• **Source data**:
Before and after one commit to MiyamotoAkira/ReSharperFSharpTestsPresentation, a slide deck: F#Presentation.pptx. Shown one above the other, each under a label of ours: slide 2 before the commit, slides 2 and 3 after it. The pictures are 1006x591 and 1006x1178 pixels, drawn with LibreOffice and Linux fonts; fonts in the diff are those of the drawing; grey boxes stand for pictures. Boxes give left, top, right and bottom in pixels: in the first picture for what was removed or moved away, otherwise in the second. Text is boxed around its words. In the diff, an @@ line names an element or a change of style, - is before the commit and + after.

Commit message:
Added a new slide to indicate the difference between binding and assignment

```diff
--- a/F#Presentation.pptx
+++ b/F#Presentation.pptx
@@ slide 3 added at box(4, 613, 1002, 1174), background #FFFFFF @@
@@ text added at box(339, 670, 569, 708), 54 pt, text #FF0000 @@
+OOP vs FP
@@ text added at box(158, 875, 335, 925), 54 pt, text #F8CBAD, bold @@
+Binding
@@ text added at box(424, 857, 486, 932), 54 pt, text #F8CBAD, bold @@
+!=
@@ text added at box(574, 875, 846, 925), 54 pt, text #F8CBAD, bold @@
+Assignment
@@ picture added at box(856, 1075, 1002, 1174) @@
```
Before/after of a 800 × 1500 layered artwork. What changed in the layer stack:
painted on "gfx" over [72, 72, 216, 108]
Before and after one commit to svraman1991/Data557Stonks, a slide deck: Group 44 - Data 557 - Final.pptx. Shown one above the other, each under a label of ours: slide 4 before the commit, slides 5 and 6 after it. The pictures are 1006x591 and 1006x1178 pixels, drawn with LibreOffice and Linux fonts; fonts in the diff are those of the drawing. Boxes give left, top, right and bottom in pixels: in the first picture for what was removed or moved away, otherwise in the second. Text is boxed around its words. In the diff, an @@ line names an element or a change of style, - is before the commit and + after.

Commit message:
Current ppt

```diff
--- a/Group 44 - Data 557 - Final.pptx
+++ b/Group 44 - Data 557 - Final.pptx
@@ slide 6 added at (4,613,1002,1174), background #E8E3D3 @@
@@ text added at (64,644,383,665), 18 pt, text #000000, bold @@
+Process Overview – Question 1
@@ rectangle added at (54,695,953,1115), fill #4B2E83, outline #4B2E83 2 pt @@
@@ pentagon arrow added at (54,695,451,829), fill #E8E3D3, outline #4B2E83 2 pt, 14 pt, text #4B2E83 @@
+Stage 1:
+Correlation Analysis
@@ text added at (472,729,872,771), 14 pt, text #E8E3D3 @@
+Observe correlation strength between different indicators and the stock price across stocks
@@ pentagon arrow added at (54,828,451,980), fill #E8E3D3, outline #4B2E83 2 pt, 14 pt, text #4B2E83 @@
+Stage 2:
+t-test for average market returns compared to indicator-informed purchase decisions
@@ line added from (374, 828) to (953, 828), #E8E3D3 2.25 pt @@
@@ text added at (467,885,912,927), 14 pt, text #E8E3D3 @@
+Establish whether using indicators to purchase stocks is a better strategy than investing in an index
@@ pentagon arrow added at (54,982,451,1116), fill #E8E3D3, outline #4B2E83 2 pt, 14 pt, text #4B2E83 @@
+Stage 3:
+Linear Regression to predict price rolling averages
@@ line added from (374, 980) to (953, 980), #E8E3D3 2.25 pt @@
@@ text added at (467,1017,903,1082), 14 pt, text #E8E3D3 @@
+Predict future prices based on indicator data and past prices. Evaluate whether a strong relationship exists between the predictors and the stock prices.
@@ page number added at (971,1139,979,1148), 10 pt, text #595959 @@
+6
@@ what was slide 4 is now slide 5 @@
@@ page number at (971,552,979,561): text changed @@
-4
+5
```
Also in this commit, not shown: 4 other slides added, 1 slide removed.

• **Activity**: Go through the records and copy each one exactly.

• **Task solution**:
Before and after one commit to MiyamotoAkira/ReSharperFSharpTestsPresentation, a slide deck: F#Presentation.pptx. Shown one above the other, each under a label of ours: slide 2 before the commit, slides 2 and 3 after it. The pictures are 1006x591 and 1006x1178 pixels, drawn with LibreOffice and Linux fonts; fonts in the diff are those of the drawing; grey boxes stand for pictures. Boxes give left, top, right and bottom in pixels: in the first picture for what was removed or moved away, otherwise in the second. Text is boxed around its words. In the diff, an @@ line names an element or a change of style, - is before the commit and + after.

Commit message:
Added a new slide to indicate the difference between binding and assignment

```diff
--- a/F#Presentation.pptx
+++ b/F#Presentation.pptx
@@ slide 3 added at box(4, 613, 1002, 1174), background #FFFFFF @@
@@ text added at box(339, 670, 569, 708), 54 pt, text #FF0000 @@
+OOP vs FP
@@ text added at box(158, 875, 335, 925), 54 pt, text #F8CBAD, bold @@
+Binding
@@ text added at box(424, 857, 486, 932), 54 pt, text #F8CBAD, bold @@
+!=
@@ text added at box(574, 875, 846, 925), 54 pt, text #F8CBAD, bold @@
+Assignment
@@ picture added at box(856, 1075, 1002, 1174) @@
```
Before/after of a 800 × 1500 layered artwork. What changed in the layer stack:
painted on "gfx" over [72, 72, 216, 108]
Before and after one commit to svraman1991/Data557Stonks, a slide deck: Group 44 - Data 557 - Final.pptx. Shown one above the other, each under a label of ours: slide 4 before the commit, slides 5 and 6 after it. The pictures are 1006x591 and 1006x1178 pixels, drawn with LibreOffice and Linux fonts; fonts in the diff are those of the drawing. Boxes give left, top, right and bottom in pixels: in the first picture for what was removed or moved away, otherwise in the second. Text is boxed around its words. In the diff, an @@ line names an element or a change of style, - is before the commit and + after.

Commit message:
Current ppt

```diff
--- a/Group 44 - Data 557 - Final.pptx
+++ b/Group 44 - Data 557 - Final.pptx
@@ slide 6 added at (4,613,1002,1174), background #E8E3D3 @@
@@ text added at (64,644,383,665), 18 pt, text #000000, bold @@
+Process Overview – Question 1
@@ rectangle added at (54,695,953,1115), fill #4B2E83, outline #4B2E83 2 pt @@
@@ pentagon arrow added at (54,695,451,829), fill #E8E3D3, outline #4B2E83 2 pt, 14 pt, text #4B2E83 @@
+Stage 1:
+Correlation Analysis
@@ text added at (472,729,872,771), 14 pt, text #E8E3D3 @@
+Observe correlation strength between different indicators and the stock price across stocks
@@ pentagon arrow added at (54,828,451,980), fill #E8E3D3, outline #4B2E83 2 pt, 14 pt, text #4B2E83 @@
+Stage 2:
+t-test for average market returns compared to indicator-informed purchase decisions
@@ line added from (374, 828) to (953, 828), #E8E3D3 2.25 pt @@
@@ text added at (467,885,912,927), 14 pt, text #E8E3D3 @@
+Establish whether using indicators to purchase stocks is a better strategy than investing in an index
@@ pentagon arrow added at (54,982,451,1116), fill #E8E3D3, outline #4B2E83 2 pt, 14 pt, text #4B2E83 @@
+Stage 3:
+Linear Regression to predict price rolling averages
@@ line added from (374, 980) to (953, 980), #E8E3D3 2.25 pt @@
@@ text added at (467,1017,903,1082), 14 pt, text #E8E3D3 @@
+Predict future prices based on indicator data and past prices. Evaluate whether a strong relationship exists between the predictors and the stock prices.
@@ page number added at (971,1139,979,1148), 10 pt, text #595959 @@
+6
@@ what was slide 4 is now slide 5 @@
@@ page number at (971,552,979,561): text changed @@
-4
+5
```
Also in this commit, not shown: 4 other slides added, 1 slide removed.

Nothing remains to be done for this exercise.